Research

  • LLM-Support Database Manual Reader and Query Optimizer at USC, CA, Los Angeles, guided by Professor Ibrahim Sabek, Jia Robin and Ryan Marcus (UPenn) 08 2024 -
    • Replayed related works like DB-Bert, GPTuner, LLM-Tune. Get a basic usage of these open-source projects.
    • Learned how to collect related text materials, and fine-tune the LLM model using OPENAI interface.
    • Finished the architecture design of two-phase optimizer. How to do the knob-tuning and query optimizer. Get insights from the NLP domain to design the prompt.
    • Finished the rough implementation of the second phase design.

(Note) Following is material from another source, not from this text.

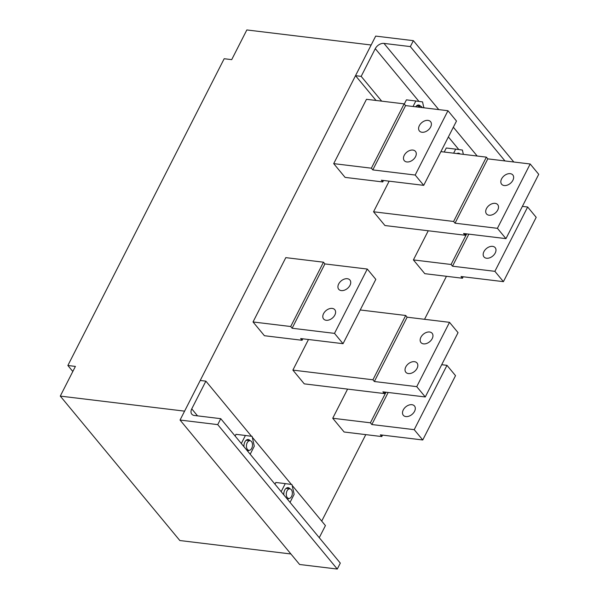 <?xml version="1.0" encoding="UTF-8"?>
<svg xmlns="http://www.w3.org/2000/svg" width="599" height="599" viewBox="0 0 599 599"><rect width="100%" height="100%" fill="white"/><g stroke="black" fill="none" stroke-linecap="round" stroke-linejoin="round"><path stroke-width="0.9" d="M290.036 502.381L294.139 494.332L291.968 484.524L285.266 483.618L281.163 491.659M285.266 483.618L275.847 482.472L274.978 484.187M288.838 498.473A5.81 3.609 -83.1 0 1 287.385 499.184M283.814 494.864A5.81 3.609 -83.1 0 1 284.697 490.124A5.81 3.609 -83.1 0 1 288.134 487.661A5.81 3.609 -83.1 0 1 289.998 488.866M250.187 454.237L254.283 446.188L252.119 436.379L245.41 435.466L241.315 443.515M245.41 435.466L235.991 434.327L235.122 436.042M248.982 450.328A5.81 3.609 -83.1 0 1 247.537 451.032M243.965 446.719A5.81 3.609 -83.1 0 1 244.849 441.98A5.81 3.609 -83.1 0 1 248.278 439.516A5.81 3.609 -83.1 0 1 250.142 440.722M463.349 154.355L462.398 150.042L455.689 149.136L453.63 153.179M455.689 149.136L446.27 147.998L444.211 152.034M456.917 153.576A5.81 3.609 -83.1 0 1 458.557 153.179A5.81 3.609 -83.1 0 1 460.054 153.958M381.69 101.149L361.175 76.365L375.288 48.654A7.263 4.904 -39.6 0 1 383.966 43.398L410.337 46.595L413.362 40.657L375.693 36.097L355.521 75.676L361.175 76.365M376.037 100.46L355.521 75.676M504.987 160.944L410.337 46.595M513.815 162.015L413.362 40.657M205.876 381.151L200.223 380.47L180.052 420.049L217.722 424.616L220.754 418.679L194.383 415.481A7.263 4.904 -39.6 0 1 191.807 414.179A7.263 4.904 -39.6 0 1 191.755 408.862L205.876 381.151L251.513 436.297M319.267 537.692L325.429 525.593L292.162 485.4M291.369 484.441L252.314 437.255M220.754 418.679L340.307 563.112L337.282 569.05L299.612 564.49L180.052 420.049M337.282 569.05L217.722 424.616M423.845 107.798L422.542 101.897L415.833 100.991L413.033 106.487M415.833 100.991L406.421 99.853L404.288 104.031M415.676 106.809A5.81 3.609 -83.1 0 1 418.701 105.035A5.81 3.609 -83.1 0 1 420.573 106.24M290.912 553.978L179.835 540.53L60.274 396.096L75.399 366.408L67.867 365.495L72.816 371.477M404.145 103.867L366.476 99.307L333.703 163.632L345.091 177.386L382.761 181.946L381.338 180.224L423.718 185.353L456.49 121.035L447.955 110.718L415.182 175.043L372.795 169.906L371.373 168.192L404.145 103.867L405.575 105.589L447.955 110.718M67.867 365.495L224.176 58.724L231.708 59.638L246.833 29.95L371.148 45L184.589 411.146L60.274 396.096M428.255 230.772L413.407 259.921L424.796 273.676L462.465 278.236L461.043 276.513L503.422 281.65L494.886 271.332L452.5 266.203L468.837 234.142M494.886 271.332L527.659 207.007L536.195 217.325L503.422 281.65M522.388 206.37L527.659 207.007M483.932 251.617A7.263 4.904 140.4 0 1 489.525 246.766A7.263 4.904 140.4 0 1 495.178 247.672A7.263 4.904 140.4 0 1 495.231 252.988A7.263 4.904 140.4 0 1 489.638 257.84A7.263 4.904 140.4 0 1 483.985 256.934A7.263 4.904 140.4 0 1 483.932 251.617M343.04 343.691L334.504 333.373L292.125 328.245L290.702 326.522L253.025 321.963L264.414 335.717L302.083 340.277L300.661 338.555L343.04 343.691L375.82 279.366L367.277 269.048L324.898 263.919L323.475 262.197L285.805 257.637L253.025 321.963M321.715 521.108L365.779 434.627M424.541 319.304L446.45 276.296M389.148 181.168L373.551 211.776L384.94 225.531L464.996 235.22L463.574 233.505L505.953 238.634L538.726 174.309L530.182 163.991L487.803 158.862L486.381 157.14L440.901 151.637M405.71 315.478L407.133 317.193L449.512 322.329L458.048 332.64L425.275 396.965L416.739 386.647L374.353 381.518L372.93 379.796L405.71 315.478L360.224 309.968M374.353 381.518L407.133 317.193M292.125 328.245L324.898 263.919M290.702 326.522L323.475 262.197M372.93 379.796L292.881 370.107L304.27 383.862L384.318 393.558L382.896 391.836L425.275 396.965M347.585 389.11L332.73 418.252L344.118 432.006L381.788 436.566L380.365 434.852L422.752 439.98L414.209 429.663L371.829 424.534L370.407 422.812L385.996 392.21M371.829 424.534L388.167 392.472M308.47 339.506L292.881 370.107M370.407 422.812L332.73 418.252M302.083 340.277L302.832 338.817M381.788 436.566L382.536 435.114M334.504 333.373L367.277 269.048M372.795 169.906L405.575 105.589M505.953 238.634L497.41 228.316L455.03 223.187L487.803 158.862M497.41 228.316L530.182 163.991M501.58 178.914A7.263 4.904 140.4 0 1 507.173 174.062A7.263 4.904 140.4 0 1 512.826 174.968A7.263 4.904 140.4 0 1 512.886 180.284A7.263 4.904 140.4 0 1 507.293 185.136A7.263 4.904 140.4 0 1 501.64 184.23A7.263 4.904 140.4 0 1 501.58 178.914M486.455 208.602A7.263 4.904 140.4 0 1 492.049 203.75A7.263 4.904 140.4 0 1 497.702 204.656A7.263 4.904 140.4 0 1 497.762 209.972A7.263 4.904 140.4 0 1 492.168 214.824A7.263 4.904 140.4 0 1 486.515 213.918A7.263 4.904 140.4 0 1 486.455 208.602M462.465 278.236L463.207 276.775M371.373 168.192L333.703 163.632M452.5 266.203L451.077 264.481L466.673 233.88M455.03 223.187L453.608 221.465L373.551 211.776M414.209 429.663L446.981 365.338L455.525 375.655L422.752 439.98M441.718 364.701L446.981 365.338M403.254 409.948A7.263 4.904 140.4 0 1 408.847 405.096A7.263 4.904 140.4 0 1 414.501 406.002A7.263 4.904 140.4 0 1 414.553 411.318A7.263 4.904 140.4 0 1 408.96 416.17A7.263 4.904 140.4 0 1 403.307 415.264A7.263 4.904 140.4 0 1 403.254 409.948M453.608 221.465L486.381 157.14M384.318 393.558L385.06 392.098M464.996 235.22L465.737 233.767M423.718 185.353L415.182 175.043M338.675 283.971A7.263 4.904 140.4 0 1 344.268 279.119A7.263 4.904 140.4 0 1 349.921 280.025A7.263 4.904 140.4 0 1 349.981 285.341A7.263 4.904 140.4 0 1 344.388 290.193A7.263 4.904 140.4 0 1 338.734 289.287A7.263 4.904 140.4 0 1 338.675 283.971M323.55 313.659A7.263 4.904 140.4 0 1 329.143 308.807A7.263 4.904 140.4 0 1 334.796 309.713A7.263 4.904 140.4 0 1 334.848 315.029A7.263 4.904 140.4 0 1 329.255 319.881A7.263 4.904 140.4 0 1 323.602 318.975A7.263 4.904 140.4 0 1 323.55 313.659M451.077 264.481L413.407 259.921M419.352 125.64A7.263 4.904 140.4 0 1 424.946 120.788A7.263 4.904 140.4 0 1 430.599 121.694A7.263 4.904 140.4 0 1 430.651 127.01A7.263 4.904 140.4 0 1 425.058 131.862A7.263 4.904 140.4 0 1 419.405 130.956A7.263 4.904 140.4 0 1 419.352 125.64M404.228 155.328A7.263 4.904 140.4 0 1 409.813 150.476A7.263 4.904 140.4 0 1 415.466 151.382A7.263 4.904 140.4 0 1 415.526 156.698A7.263 4.904 140.4 0 1 409.933 161.55A7.263 4.904 140.4 0 1 404.28 160.644A7.263 4.904 140.4 0 1 404.228 155.328M416.739 386.647L449.512 322.329M405.785 366.94A7.263 4.904 140.4 0 1 411.378 362.081A7.263 4.904 140.4 0 1 417.031 362.987A7.263 4.904 140.4 0 1 417.084 368.303A7.263 4.904 140.4 0 1 411.491 373.162A7.263 4.904 140.4 0 1 405.837 372.256A7.263 4.904 140.4 0 1 405.785 366.94M420.91 337.252A7.263 4.904 140.4 0 1 426.503 332.4A7.263 4.904 140.4 0 1 432.156 333.306A7.263 4.904 140.4 0 1 432.208 338.615A7.263 4.904 140.4 0 1 426.615 343.474A7.263 4.904 140.4 0 1 420.962 342.568A7.263 4.904 140.4 0 1 420.91 337.252M382.761 181.946L383.502 180.486M291.331 489.697A4.844 3.01 96.9 0 0 289.901 488.851A4.844 3.01 96.9 0 0 286.592 492.041A4.844 3.01 96.9 0 0 287.303 497.612A4.844 3.01 96.9 0 0 288.733 498.465A4.844 3.01 96.9 0 0 292.042 495.268A4.844 3.01 96.9 0 0 291.331 489.697M251.483 441.553A4.844 3.01 96.9 0 0 250.045 440.707A4.844 3.01 96.9 0 0 246.736 443.896A4.844 3.01 96.9 0 0 247.447 449.467A4.844 3.01 96.9 0 0 248.885 450.321A4.844 3.01 96.9 0 0 252.194 447.124A4.844 3.01 96.9 0 0 251.483 441.553M422.265 107.61A4.844 3.01 96.9 0 0 421.906 107.071A4.844 3.01 96.9 0 0 420.468 106.225A4.844 3.01 96.9 0 0 418.394 107.139M458.812 149.555L448.381 136.954M424.294 107.85L423.703 107.139M418.963 101.411L375.288 48.654M477.193 156.032L453.346 127.213M438.768 109.602L383.966 43.398M197.55 415.871L191.755 408.862M289.901 488.851L286.037 488.38M248.885 450.321L246.728 450.059M250.045 440.707L246.182 440.235M420.468 106.225L416.604 105.761"/></g></svg>

  • LifeLong Modular Reinforcement Learning Database Query Optimizer Design at USC, CA, Los Angeles, guided by Professor Ibrahim Sabek 09 2023 - 06 2024
    • Replayed the model Bao, Balsa, Neo and gain an understanding of how they function and interacted with Postgresql internal through extensions.
    • Did some new experiments to show limitations on the original systems, used benchmark like TPC-H, IMDB, StackOverflow Data.
    • Explored query plan tree-decomposition algorithms to find the most suitable one to introduce to the systems.
    • Introduced Lifelong Modular RL algorithm to solve the problems of data drifting, workload shifting, .etc.
    • Heavily modified the original system to deal with the problem of data drifting, dynamic environment.
    • Under review of VLDB 2025.
    • The link of an extended version of paper manuscript is here.
  • Distributed System Design and Distributed Graph Database Kernel Development at UESTC, Chengdu, China, guided by Professor Hancong Duan Github, Undergraduate Thesis 05 2022 - 05 2023
    • Studied the typical architectures of open source distributed graph database platforms such as neo4j, dgraph, Nebula graph, surrealdb, etc. Analyze the technical principles related to logical and physical query plans, and learned the classical optimization algorithms related to query schemes. Stdudied the implementation of network protocols and how to implement them in Java code.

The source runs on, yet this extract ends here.